Looks good. Have you worked any more on the mine area?


----------



## Zippy4

no i have been wiring and laying track on the other side and finishing the barn and pond area . the mine area i still need to figure out what bridge im doing and still deciding on making another coal mine from scratch i have some mote ideas . or i found a really cool one laserwood kit i might get . still deciding 


Sent from my iPhone using Tapatalk - now Free


----------



## Zippy4

got some trees made ! figured something was missing so i made a tire swing in the tree!







and got some power lines hung










Sent from my iPhone using Tapatalk - now Free


----------



## SNK

Looking really good! 


Sent from my iPhone5 using mind control!


----------



## Zippy4

ok guys im not a dcc genius . but i have peco short radius turnouts code 80 what is the best way to wire those for dcc i have been searching but its not making too much since to me .. ? 


Sent from my iPhone using Tapatalk - now Free


----------



## Zippy4

i think this is the mine im gonna go with might do some mods to it . 

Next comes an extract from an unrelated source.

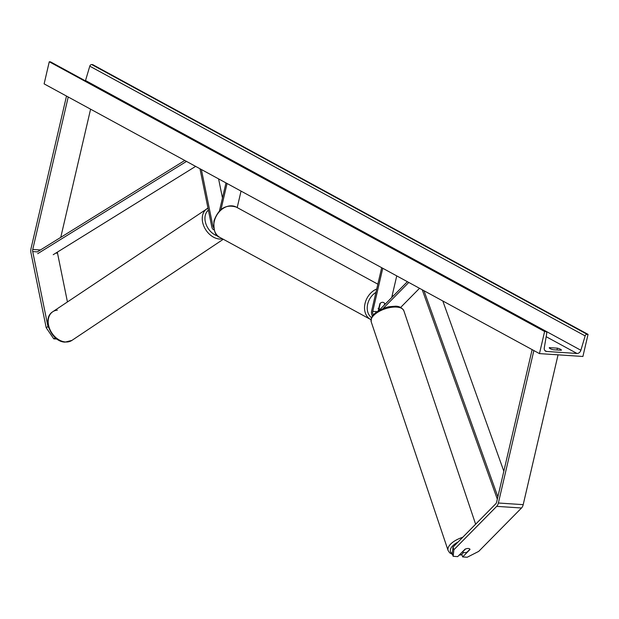 <?xml version="1.0" encoding="UTF-8"?>
<svg xmlns="http://www.w3.org/2000/svg" width="619" height="619" viewBox="0 0 619 619"><rect width="100%" height="100%" fill="white"/><g stroke="black" fill="none" stroke-linecap="round" stroke-linejoin="round"><path stroke-width="0.93" d="M214.042 229.796A4.65 2.77 93.8 0 1 211.806 226.933L199.968 168.747M222.469 197.979L218.584 178.883M213.586 227.568A2.708 1.617 93.8 0 1 212.905 226.198L201.376 169.505M225.981 182.907L219.451 210.971M227.057 183.495L220.991 209.547M241.039 191.109L237.201 207.582M55.339 337.773L53.76 338.833L46.201 327.745L47.965 326.569L32.714 251.569A3.095 1.849 93.8 0 1 32.745 249.457L68.222 97.005M47.965 326.569L48.739 327.706M67.44 301.933L57.528 253.21A3.095 1.849 93.8 0 1 57.443 252.088M46.201 327.745L30.95 252.745A6.198 3.691 93.8 0 1 31.027 248.521L66.504 96.069M60.763 237.363L90.591 109.184M56.948 339.042L53.76 338.833M453.147 556.311L453.889 549.749L453.015 547.134L452.265 553.696L453.147 556.311L457.696 556.613L465.047 549.161A3.876 1.764 -18.6 0 1 468.343 548.496A3.876 1.764 -18.6 0 1 469.976 549.332A3.876 1.764 -18.6 0 1 470.007 549.486L462.664 556.938L467.213 557.239L478.711 551.382L521.515 507.998A6.198 3.691 -86.2 0 0 523.202 504.647L558.059 354.842M453.015 547.134L495.811 503.742A3.095 1.849 -86.2 0 0 496.655 502.071L532.131 349.619M463.561 552.519L461.782 554.322L462.664 556.938M453.889 549.749L496.693 506.357A6.198 3.691 -86.2 0 0 498.38 503.007L533.857 350.555M469.929 549.231L467.02 552.187A3.876 1.764 161.4 0 1 464.265 552.635A3.876 1.764 161.4 0 1 462.672 551.9L465.589 548.945A3.876 1.764 161.4 0 1 468.343 548.496A3.876 1.764 161.4 0 1 469.929 549.231L470.007 549.486M383.176 308.401L408.78 282.45M400.686 307.395L419.527 288.299M379.184 310.258L407.372 281.684M382.766 268.282L372.739 311.372A2.708 1.617 -86.2 0 0 373.435 314.622M381.691 267.694L371.663 310.784A4.65 2.77 -86.2 0 0 372.421 315.891M378.232 310.808L379.904 303.612A3.876 2.994 -61.4 0 1 383.726 302.583A3.876 2.994 -61.4 0 1 384.871 303.937L384.701 304.664M396.748 275.896L391.703 297.561M378.805 308.324L379.083 308.471A3.876 2.994 118.6 0 0 380.02 309.384A3.876 2.994 118.6 0 0 380.035 309.392L378.077 308.332M384.283 305.082L384.654 303.496A3.876 2.994 118.6 0 0 383.726 302.583A3.876 2.994 118.6 0 0 380.314 303.209L379.083 308.471M588.05 334.368L582.905 356.474L539.466 353.611L44.119 83.875L49.265 61.761L50.232 61.83A1.934 1.501 -61.4 0 1 50.727 61.97L546.082 331.707A1.934 1.501 -61.4 0 1 546.732 333.37L544.287 347.847A3.876 2.994 118.6 0 0 545.587 351.182A3.876 2.994 118.6 0 0 546.585 351.46L576.993 353.464A3.876 2.994 118.6 0 0 580.877 350.261L585.141 335.908A1.934 1.501 -61.4 0 1 587.083 334.299L588.05 334.368L92.695 64.631L91.728 64.562A1.934 1.501 -61.4 0 0 89.786 66.171L85.523 80.524A3.876 2.994 118.6 0 1 85.414 80.857M561.294 350.269A4.844 1.029 13.1 0 0 561.387 350.13A4.844 1.029 13.1 0 0 560.543 349.294A4.844 1.029 13.1 0 0 557.417 348.157L549.355 347.623A4.844 1.029 13.1 0 0 549.27 347.762A4.844 1.029 13.1 0 0 553.231 349.735L561.294 350.269M539.466 353.611L544.612 331.498L49.265 61.761M544.612 331.498L545.579 331.567A1.934 1.501 -61.4 0 1 546.082 331.707M557.417 348.157L556.999 349.983M32.714 251.569L37.364 251.879L184.764 160.468M37.697 253.682L186.497 161.404M53.211 254.711L195.635 166.379M503.835 471.214L442.802 300.973M497.877 496.833L423.984 290.729M497.328 499.185L422.251 289.785M213.47 226.237L212.905 226.198M57.528 253.21L55.811 253.094M40.452 249.96L32.745 249.457M523.202 504.647L498.38 503.007M521.515 507.998L496.693 506.357M376.917 311.643L372.739 311.372M214.29 221.339A17.231 13.339 118.6 0 0 219.853 237.387C215.458 236.226 213.493 230.763 213.957 220.998C218.43 208.603 225.889 203.976 236.334 207.11A17.231 13.339 118.6 0 0 214.29 221.339M219.853 237.387L370.611 319.481A17.231 13.339 -61.4 0 1 365.048 303.434A17.231 13.339 -61.4 0 1 376.739 288.988M375.95 292.369A15.297 11.838 118.6 0 0 367.678 304.122A15.297 11.838 118.6 0 0 371.462 317.617M65.591 341.982A17.231 12.581 56.3 0 0 71.928 340.396L65.096 342.121C51.447 341.974 41.403 318.553 52.777 311.728L52.777 311.728A17.231 12.581 56.3 0 0 49.814 329.2A17.231 12.581 56.3 0 0 65.591 341.982M222.569 238.864A17.231 12.581 -123.7 0 1 219.668 239.042A17.231 12.581 -123.7 0 1 203.891 226.268A17.231 12.581 -123.7 0 1 206.854 208.796L206.854 208.796A17.231 12.581 -123.7 0 1 207.984 208.146L52.777 311.728A17.231 12.581 56.3 0 1 57.366 310.158M208.386 210.143A15.297 11.165 56.3 0 0 206.057 224.31A15.297 11.165 56.3 0 0 217.973 236.094M546.585 351.46L544.813 350.501M576.993 353.464L546.175 336.69M545.579 331.567L50.232 61.83M587.083 334.299L91.728 64.562M585.141 335.908L89.786 66.171M580.877 350.261L85.523 80.524M452.28 553.587A15.297 6.971 -18.6 0 1 458.021 542.051M462.703 537.315A17.231 7.854 161.4 0 0 448.102 550.5L449.665 552.829L452.504 554.423M448.102 550.5L371.199 321.787A17.231 7.854 -18.6 0 1 378.611 311.721A17.231 7.854 -18.6 0 1 396.617 307.086A17.231 7.854 -18.6 0 1 403.874 310.808L475.624 524.208M461.867 554.562A15.297 6.971 -18.6 0 1 459.46 554.817M236.334 207.11L377.861 284.175M392.81 296.447L392.291 295.046M71.928 340.396L223.297 239.259M371.199 321.787L371.33 317.957L373.002 315.125L376.321 312.069L384.577 307.891L388.825 306.738L395.727 306.188C399.425 306.289 402.133 307.829 403.874 310.808M459.174 555.111L461.936 554.794"/></g></svg>

Sent from my iPhone using Tapatalk - now Free


----------



## Ranger

The detail work on the layout is amazing (especially being N scale).


----------



## Zippy4

thank you ! havnt did anything lately have been getting alot of the wiring done and installing some tortoise switch machines


Sent from my iPhone using Tapatalk - now Free


----------



## Zippy4

got the wiring done and couple tortoise installed built a switch control board and got the track weathered .







and built some more fence . thinking about getting a resin kit and making some detail items and cast them that way i will have plenty and maybe even sell some stuff  ! 


Sent from my iPhone using Tapatalk - now Free


----------



## Zippy4

also made a loading ramp and dock for the unloading for the feed and seed store and mill ..










Sent from my iPhone using Tapatalk - now Free


----------



## davidadelp

I like the loading dock I'm hoping to do something similar


----------



## Zippy4

yea i still have to skim over it with some spackling and then paint it and add the details i think it will turn out good .







this is the building will be the mill . i think it will go ok there 


Sent from my iPhone using Tapatalk - now Free


----------



## Zippy4

and its fairly simple to build just have to get your frame up and then pour plaster . and so on .. 


Sent from my iPhone using Tapatalk - now Free


----------



## davidadelp

Nice you need to come up to beckley and help me on mine lol


----------



## davidadelp

Ill supply the beer lol


----------



## Zippy4

haha . now that sounds tempting lol ! 


Sent from my iPhone using Tapatalk - now Free


----------



## davidadelp

Zippy4 said:


> haha . now that sounds tempting lol !
> 
> 
> Sent from my iPhone using Tapatalk - now Free


I've got a lot to be done the main part I need help with is the wiring and laying my track


----------



## Zippy4

how far along are you on yours?


Sent from my iPhone using Tapatalk - now Free


----------



## Zippy4

yea i just got done with my wiring it acctually went very smooth.. glad its done for now still have to install some more switch machines and get the controls done . 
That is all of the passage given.